Most businesses fail within the first year.  Restaurants most notoriously, and my mom opened a restaurant and limped along for four good years--but it wasn't her first business, I come from a long line of business owners on my mother's side.  The whole thing about opening up a computer shop is demand.  You have to know that people are going to come and seek your services.  And you have to advertise them well.  Invest into fliers and and people to go dropping them off at residences.  Also, you'll need a decent loan, especially to stock up with a decent supply of cases, monitors, video cards and sound cards, etc.  One thing I can tell you as a descendant of business owners is that persistence is key.  Stick around long enough, find a way to make it through the rough patches, and more people will come to know you and seek your services and supplies.


----------



## department76 (Feb 23, 2010)

1) be prepared for failure

2) as others have said, find something unique to offer, offer it in a creative and original way.  there's been half a dozen of such shops open and close in my hometown over the past 10 years.  the one that's been around the longest also offers broadband net service.  pretty sure that's what's kept them going.


----------



## Salvadorian Stuff (Feb 23, 2010)

freaksavior said:


> Honestly, go the the local community college, take one class on it, then decide if you want to do it. im in one right now, and there is no way I would run my own business. To much work, liability and other issues.
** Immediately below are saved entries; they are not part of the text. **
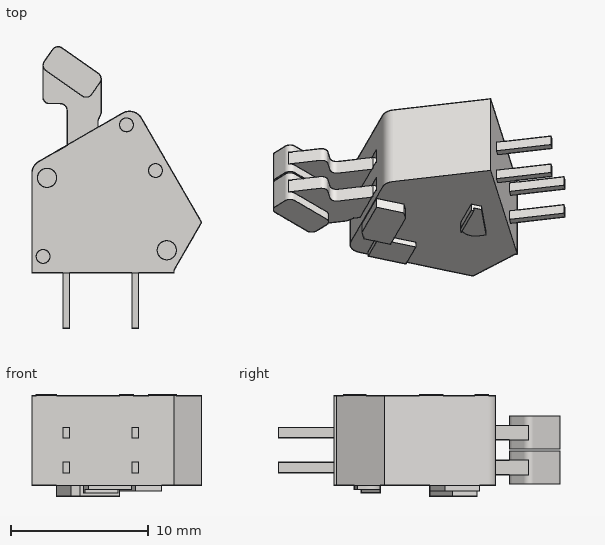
import cadquery as cq
import math

ROOF_ANGLE = 30.0
COS_ROOF = math.cos(math.radians(ROOF_ANGLE))
SIN_ROOF = math.sin(math.radians(ROOF_ANGLE))
ROOF_SLOPE = SIN_ROOF / COS_ROOF

HOUSING_HEIGHT = 6.5
LEFT_WALL = 7.79
NOSE_X = 12.33
NOSE_Y = 3.65
FRONT_WIDTH = 10.32
FRONT_LIP = 0.18
CORNER_RADIUS = 1.0

PAD_HEIGHT = 0.08
SMALL_PAD_DIAMETER = 1.0
LARGE_PAD_DIAMETER = 1.4
SMALL_PADS = [(0.82, 1.19), (8.97, 7.42), (6.87, 10.73)]
LARGE_PADS = [(1.1, 6.89), (9.8, 1.64)]

POLE_LEVELS = [1.29, 3.82]

PIN_LENGTH = 4.03
PIN_WIDTH = 0.5
PIN_HEIGHT = 0.78
PIN_CENTRES_X = [2.5, 7.5]

LEVER_THICKNESS = 1.06
ARM_LEFT = 0.8
ARM_RIGHT = 5.05
ARM_SHELF_Y = 12.26
ARM_HEAD_LEFT_Y = 15.08
ARM_HEAD_RIGHT_Y = 14.1
STEM_LEFT = 2.55
STEM_RIGHT = 4.8
STEM_STEP_TOP = 11.59
STEM_STEP_BOTTOM = 11.04
STEM_TAPER_Y = 9.18
STEM_ROOT_Y = 8.18
LEVER_RADIUS = 0.5
HEAD_LENGTH = 4.2
HEAD_WIDTH = 2.02
HEAD_HEIGHT = 2.41
HEAD_TILT = -35.0
HEAD_X = 2.92
HEAD_Y = 14.57

NOTCH_FLOOR_Y = 8.77

LATCH_LENGTH = 3.9
LATCH_WIDTH = 2.43
LATCH_START = 5.93
LATCH_SIDE = 4.27
LATCH_DEPTH = 0.8
LATCH_LOW_Y = 6.95
LATCH_HIGH_Y = 10.38
PLATE_LENGTH = 2.19
PLATE_WIDTH = 2.9
PLATE_START = 10.0
PLATE_SIDE = 2.27
PLATE_DEPTH = 0.43

FOOT_LEFT = (3.75, 2.15)
FOOT_FRONT = (4.13, 1.47)
FOOT_RIGHT_X = 7.22
FOOT_RIGHT_Y = 1.72
FOOT_DEPTH = 0.3
FOOT_RADIUS = 1.06
RIB_DEPTH = 0.55
RIB_WIDTH = 0.2


def make_housing():
    """Five-sided block with the two roof corners rounded."""
    peak_x = (NOSE_Y - LEFT_WALL + NOSE_X / ROOF_SLOPE) / (ROOF_SLOPE + 1 / ROOF_SLOPE)
    peak_y = LEFT_WALL + ROOF_SLOPE * peak_x
    outline = [
        (0, 0),
        (FRONT_WIDTH, 0),
        (FRONT_WIDTH, FRONT_LIP),
        (NOSE_X, NOSE_Y),
        (peak_x, peak_y),
        (0, LEFT_WALL),
    ]
    block = cq.Workplane("XY").polyline(outline).close().extrude(HOUSING_HEIGHT)
    for x, y in [(peak_x, peak_y), (0, LEFT_WALL)]:
        corner = cq.selectors.NearestToPointSelector((x, y, HOUSING_HEIGHT / 2))
        block = block.edges("|Z").edges(corner).fillet(CORNER_RADIUS)
    return block


def make_pads(centres, diameter):
    """Low round pads on top of the housing."""
    top = cq.Workplane("XY").workplane(offset=HOUSING_HEIGHT)
    return top.pushPoints(centres).circle(diameter / 2).extrude(PAD_HEIGHT)


def make_pin(x, level):
    """Straight rectangular pin out of the front wall."""
    front = cq.Workplane("XZ").center(x, level)
    return front.rect(PIN_WIDTH, PIN_HEIGHT).extrude(PIN_LENGTH)


def make_notch(level):
    """Wedge cut out of the roof, from the roof line down to a level floor."""
    floor_start = (NOTCH_FLOOR_Y - LEFT_WALL) / ROOF_SLOPE
    outline = [
        (floor_start, NOTCH_FLOOR_Y),
        (STEM_RIGHT, NOTCH_FLOOR_Y),
        (STEM_RIGHT, LEFT_WALL + ROOF_SLOPE * STEM_RIGHT),
    ]
    base = cq.Workplane("XY").workplane(offset=level - LEVER_THICKNESS / 2)
    return base.polyline(outline).close().extrude(LEVER_THICKNESS)


def make_lever(level):
    """Flat cranked arm with a thicker tilted head."""
    taper = (STEM_TAPER_Y - STEM_ROOT_Y) * ROOF_SLOPE
    outline = [
        (ARM_LEFT, ARM_HEAD_LEFT_Y),
        (ARM_LEFT, ARM_SHELF_Y),
        (STEM_LEFT, ARM_SHELF_Y),
        (STEM_LEFT, STEM_TAPER_Y),
        (STEM_LEFT + taper, STEM_ROOT_Y),
        (STEM_RIGHT, STEM_ROOT_Y),
        (STEM_RIGHT, STEM_STEP_BOTTOM),
        (ARM_RIGHT, STEM_STEP_TOP),
        (ARM_RIGHT, ARM_HEAD_RIGHT_Y),
    ]
    base = cq.Workplane("XY").workplane(offset=level - LEVER_THICKNESS / 2)
    arm = base.polyline(outline).close().extrude(LEVER_THICKNESS)
    for x in [ARM_LEFT, STEM_LEFT]:
        bend = cq.selectors.NearestToPointSelector((x, ARM_SHELF_Y, level))
        arm = arm.edges("|Z").edges(bend).fillet(LEVER_RADIUS)

    head = cq.Workplane("XY").box(HEAD_LENGTH, HEAD_WIDTH, HEAD_HEIGHT)
    head = head.edges("|Z").fillet(LEVER_RADIUS)
    head = head.rotate((0, 0, 0), (0, 0, 1), HEAD_TILT)
    return arm.union(head.translate((HEAD_X, HEAD_Y, level)))


def make_roof_aligned_block(start, side, length, width, depth):
    """Rectangular block hanging below Z = 0 with its length parallel to the roof."""
    block = cq.Workplane("XY").box(length, width, depth, centered=False)
    return block.translate((start, side, -depth)).rotate((0, 0, 0), (0, 0, 1), ROOF_ANGLE)


def make_latch():
    """Latch block with its lowest and highest corners cut flat, and a thinner plate next to it."""
    block = make_roof_aligned_block(LATCH_START, LATCH_SIDE, LATCH_LENGTH, LATCH_WIDTH, LATCH_DEPTH)
    band = cq.Workplane("XY").box(NOSE_X, LATCH_HIGH_Y - LATCH_LOW_Y, LATCH_DEPTH, centered=False)
    block = block.intersect(band.translate((0, LATCH_LOW_Y, -LATCH_DEPTH)))
    plate = make_roof_aligned_block(PLATE_START, PLATE_SIDE, PLATE_LENGTH, PLATE_WIDTH, PLATE_DEPTH)
    return block.union(plate)


def make_foot():
    """Foot with one rounded corner; only a strip along its upper edge is full depth."""
    left_x, left_y = FOOT_LEFT
    corner_y = left_y + ROOF_SLOPE * (FOOT_RIGHT_X - left_x)
    outline = [FOOT_LEFT, FOOT_FRONT, (FOOT_RIGHT_X, FOOT_RIGHT_Y), (FOOT_RIGHT_X, corner_y)]
    foot = cq.Workplane("XY").polyline(outline).close().extrude(-RIB_DEPTH)
    corner = cq.selectors.NearestToPointSelector((FOOT_RIGHT_X, corner_y, -RIB_DEPTH / 2))
    foot = foot.edges("|Z").edges(corner).fillet(FOOT_RADIUS)

    upper_edge = left_y * COS_ROOF - left_x * SIN_ROOF
    relief = cq.Workplane("XY").box(2 * NOSE_X, NOSE_X, RIB_DEPTH, centered=(True, False, False))
    relief = relief.translate((0, upper_edge - RIB_WIDTH - NOSE_X, -FOOT_DEPTH - RIB_DEPTH))
    return foot.cut(relief.rotate((0, 0, 0), (0, 0, 1), ROOF_ANGLE))


result = make_housing()
for pole_level in POLE_LEVELS:
    result = result.cut(make_notch(pole_level))
    result = result.union(make_lever(pole_level))
    for pin_x in PIN_CENTRES_X:
        result = result.union(make_pin(pin_x, pole_level))
result = result.union(make_pads(SMALL_PADS, SMALL_PAD_DIAMETER))
result = result.union(make_pads(LARGE_PADS, LARGE_PAD_DIAMETER))
result = result.union(make_latch())
result = result.union(make_foot())

yeap.. that is right.. maybe I dont have experience on that... I'm actually on.. reading some books and also have my parents helping me out


----------



## 3volvedcombat (Feb 23, 2010)

You can try, your own @ home craigs list deal.

But when i tried that, Some people in the local area asked if i had a business license
and what i was going to do, how i was going to help out, and work with my offer/business.
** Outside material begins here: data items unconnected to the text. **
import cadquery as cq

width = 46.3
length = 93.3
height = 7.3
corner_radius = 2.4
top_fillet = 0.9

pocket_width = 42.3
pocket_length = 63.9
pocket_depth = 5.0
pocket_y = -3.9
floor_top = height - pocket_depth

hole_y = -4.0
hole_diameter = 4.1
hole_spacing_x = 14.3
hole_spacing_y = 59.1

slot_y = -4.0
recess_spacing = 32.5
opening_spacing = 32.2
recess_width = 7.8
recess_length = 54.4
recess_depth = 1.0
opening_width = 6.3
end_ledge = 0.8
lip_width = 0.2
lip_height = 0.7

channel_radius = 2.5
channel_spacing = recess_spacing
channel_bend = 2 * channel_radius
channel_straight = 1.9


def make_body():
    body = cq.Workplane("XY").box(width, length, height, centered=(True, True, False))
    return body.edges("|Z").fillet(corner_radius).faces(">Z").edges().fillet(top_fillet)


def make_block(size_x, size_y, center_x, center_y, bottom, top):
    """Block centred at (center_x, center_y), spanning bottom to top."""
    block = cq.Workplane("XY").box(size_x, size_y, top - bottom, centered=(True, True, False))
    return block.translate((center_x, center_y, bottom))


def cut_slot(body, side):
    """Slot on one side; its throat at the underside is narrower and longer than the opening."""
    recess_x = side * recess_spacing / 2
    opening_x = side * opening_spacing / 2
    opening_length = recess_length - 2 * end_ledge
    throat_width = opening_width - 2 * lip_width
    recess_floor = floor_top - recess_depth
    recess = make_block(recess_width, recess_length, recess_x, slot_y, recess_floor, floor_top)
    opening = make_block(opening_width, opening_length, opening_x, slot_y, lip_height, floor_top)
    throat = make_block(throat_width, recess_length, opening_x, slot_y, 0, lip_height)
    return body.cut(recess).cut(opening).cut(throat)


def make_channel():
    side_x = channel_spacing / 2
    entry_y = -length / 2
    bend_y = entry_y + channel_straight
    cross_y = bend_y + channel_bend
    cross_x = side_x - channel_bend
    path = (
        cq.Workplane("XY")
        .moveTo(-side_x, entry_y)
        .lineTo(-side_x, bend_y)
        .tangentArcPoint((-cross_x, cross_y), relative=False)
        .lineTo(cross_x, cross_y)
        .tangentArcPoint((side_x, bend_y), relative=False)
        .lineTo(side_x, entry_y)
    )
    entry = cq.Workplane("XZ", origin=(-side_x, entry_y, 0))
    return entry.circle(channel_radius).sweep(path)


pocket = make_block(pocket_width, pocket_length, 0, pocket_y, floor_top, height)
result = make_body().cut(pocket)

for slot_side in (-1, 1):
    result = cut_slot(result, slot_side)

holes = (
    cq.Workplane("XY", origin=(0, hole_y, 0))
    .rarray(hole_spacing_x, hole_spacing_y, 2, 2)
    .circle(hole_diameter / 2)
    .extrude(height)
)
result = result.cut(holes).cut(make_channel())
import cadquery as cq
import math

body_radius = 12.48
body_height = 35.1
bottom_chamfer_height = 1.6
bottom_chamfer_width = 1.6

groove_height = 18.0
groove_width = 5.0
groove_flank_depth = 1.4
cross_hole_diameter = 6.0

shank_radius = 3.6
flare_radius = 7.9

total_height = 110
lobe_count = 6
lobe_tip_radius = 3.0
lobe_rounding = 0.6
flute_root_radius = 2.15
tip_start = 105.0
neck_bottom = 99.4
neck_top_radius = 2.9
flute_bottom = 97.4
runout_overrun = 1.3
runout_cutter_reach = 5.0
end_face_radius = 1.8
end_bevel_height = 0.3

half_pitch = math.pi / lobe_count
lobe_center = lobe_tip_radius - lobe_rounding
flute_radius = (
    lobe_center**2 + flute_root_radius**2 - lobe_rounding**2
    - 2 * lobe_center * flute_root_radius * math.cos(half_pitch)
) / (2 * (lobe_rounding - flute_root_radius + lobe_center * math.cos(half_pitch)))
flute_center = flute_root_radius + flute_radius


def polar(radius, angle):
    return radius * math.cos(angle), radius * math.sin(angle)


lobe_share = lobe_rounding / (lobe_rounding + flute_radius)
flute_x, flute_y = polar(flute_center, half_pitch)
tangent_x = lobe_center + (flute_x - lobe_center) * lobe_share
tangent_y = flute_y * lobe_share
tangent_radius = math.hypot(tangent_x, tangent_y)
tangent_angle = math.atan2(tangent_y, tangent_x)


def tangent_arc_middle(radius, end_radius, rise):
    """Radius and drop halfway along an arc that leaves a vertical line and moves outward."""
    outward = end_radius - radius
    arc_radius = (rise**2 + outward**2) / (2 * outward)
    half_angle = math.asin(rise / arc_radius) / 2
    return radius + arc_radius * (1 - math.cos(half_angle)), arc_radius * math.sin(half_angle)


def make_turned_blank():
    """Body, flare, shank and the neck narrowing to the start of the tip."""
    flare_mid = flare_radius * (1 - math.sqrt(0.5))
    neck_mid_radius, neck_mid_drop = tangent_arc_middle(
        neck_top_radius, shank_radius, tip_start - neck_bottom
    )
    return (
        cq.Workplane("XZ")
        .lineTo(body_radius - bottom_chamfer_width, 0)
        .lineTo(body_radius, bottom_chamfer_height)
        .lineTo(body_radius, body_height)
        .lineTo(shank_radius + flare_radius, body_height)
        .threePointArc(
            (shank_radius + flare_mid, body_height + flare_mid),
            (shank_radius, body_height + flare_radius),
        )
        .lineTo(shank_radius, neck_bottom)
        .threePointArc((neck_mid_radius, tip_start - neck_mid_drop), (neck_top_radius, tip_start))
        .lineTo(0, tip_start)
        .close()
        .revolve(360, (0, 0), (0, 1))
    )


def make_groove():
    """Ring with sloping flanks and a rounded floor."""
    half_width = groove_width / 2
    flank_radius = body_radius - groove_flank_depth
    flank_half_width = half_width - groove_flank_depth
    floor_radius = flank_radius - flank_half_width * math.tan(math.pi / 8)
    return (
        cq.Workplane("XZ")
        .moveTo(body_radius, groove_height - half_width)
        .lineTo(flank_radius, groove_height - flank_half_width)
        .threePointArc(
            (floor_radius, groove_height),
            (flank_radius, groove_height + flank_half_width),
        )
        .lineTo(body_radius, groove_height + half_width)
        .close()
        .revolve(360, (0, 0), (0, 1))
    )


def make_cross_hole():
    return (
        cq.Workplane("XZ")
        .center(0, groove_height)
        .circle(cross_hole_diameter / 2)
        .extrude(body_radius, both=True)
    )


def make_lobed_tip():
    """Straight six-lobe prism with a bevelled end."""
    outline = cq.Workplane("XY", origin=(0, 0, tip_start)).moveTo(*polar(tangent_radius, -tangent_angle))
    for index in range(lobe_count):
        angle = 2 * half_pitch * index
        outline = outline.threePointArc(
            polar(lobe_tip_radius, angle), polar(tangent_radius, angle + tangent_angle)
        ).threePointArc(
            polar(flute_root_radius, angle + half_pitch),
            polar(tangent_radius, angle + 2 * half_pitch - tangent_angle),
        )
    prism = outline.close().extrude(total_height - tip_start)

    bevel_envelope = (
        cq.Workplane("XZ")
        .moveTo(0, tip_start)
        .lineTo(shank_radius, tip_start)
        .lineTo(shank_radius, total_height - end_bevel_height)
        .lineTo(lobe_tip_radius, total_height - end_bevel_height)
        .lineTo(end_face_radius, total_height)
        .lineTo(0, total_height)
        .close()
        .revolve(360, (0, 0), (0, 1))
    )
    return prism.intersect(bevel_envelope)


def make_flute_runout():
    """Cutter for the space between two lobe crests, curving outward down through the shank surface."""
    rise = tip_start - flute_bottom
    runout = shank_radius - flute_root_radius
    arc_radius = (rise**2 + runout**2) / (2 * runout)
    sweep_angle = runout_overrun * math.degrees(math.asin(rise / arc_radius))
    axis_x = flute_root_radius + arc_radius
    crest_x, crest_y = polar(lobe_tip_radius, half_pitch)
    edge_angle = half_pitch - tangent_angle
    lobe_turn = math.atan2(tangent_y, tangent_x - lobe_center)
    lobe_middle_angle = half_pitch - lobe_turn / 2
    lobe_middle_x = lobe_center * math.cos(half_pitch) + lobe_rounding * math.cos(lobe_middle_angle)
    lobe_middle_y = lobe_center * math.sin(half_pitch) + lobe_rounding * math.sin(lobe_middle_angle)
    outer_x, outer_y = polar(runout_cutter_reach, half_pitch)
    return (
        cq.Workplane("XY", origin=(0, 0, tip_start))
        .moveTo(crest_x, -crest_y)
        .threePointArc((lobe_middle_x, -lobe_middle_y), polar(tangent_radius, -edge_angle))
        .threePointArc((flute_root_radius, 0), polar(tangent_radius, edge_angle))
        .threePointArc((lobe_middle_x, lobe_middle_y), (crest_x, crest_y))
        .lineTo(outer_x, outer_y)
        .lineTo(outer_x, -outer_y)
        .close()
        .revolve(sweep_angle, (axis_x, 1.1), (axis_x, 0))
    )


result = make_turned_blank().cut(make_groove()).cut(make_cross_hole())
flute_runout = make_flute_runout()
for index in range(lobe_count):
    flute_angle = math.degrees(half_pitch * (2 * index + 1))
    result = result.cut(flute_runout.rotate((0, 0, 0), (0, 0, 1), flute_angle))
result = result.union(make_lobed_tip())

Also there could be ALLOT of competition around your area, computer shops, with guys going getting there A+ certified degree'z and going to college courses and stuff. 


Here is how im going to start moving into the business, i have a program at my high school that will allow me to take internships on my loved jobs, see how there like, learn how to respond and fill out resume, dress right, and see if i like being a on field, or at shop technician which ill probably love. I might go work at geek-squad over by best buy(for idiots).


You have to sustaine yourself, and your probably not going to be so lucky, or be born into your dad himself working on computers and having his own shop/companies. 

Think about being a computer technician hardware/software fanatic like being in a carshop, it that kind of drop off, change some tires(graphics cards) and send em off charging a crap load for what a little kids thought could do for someones computer .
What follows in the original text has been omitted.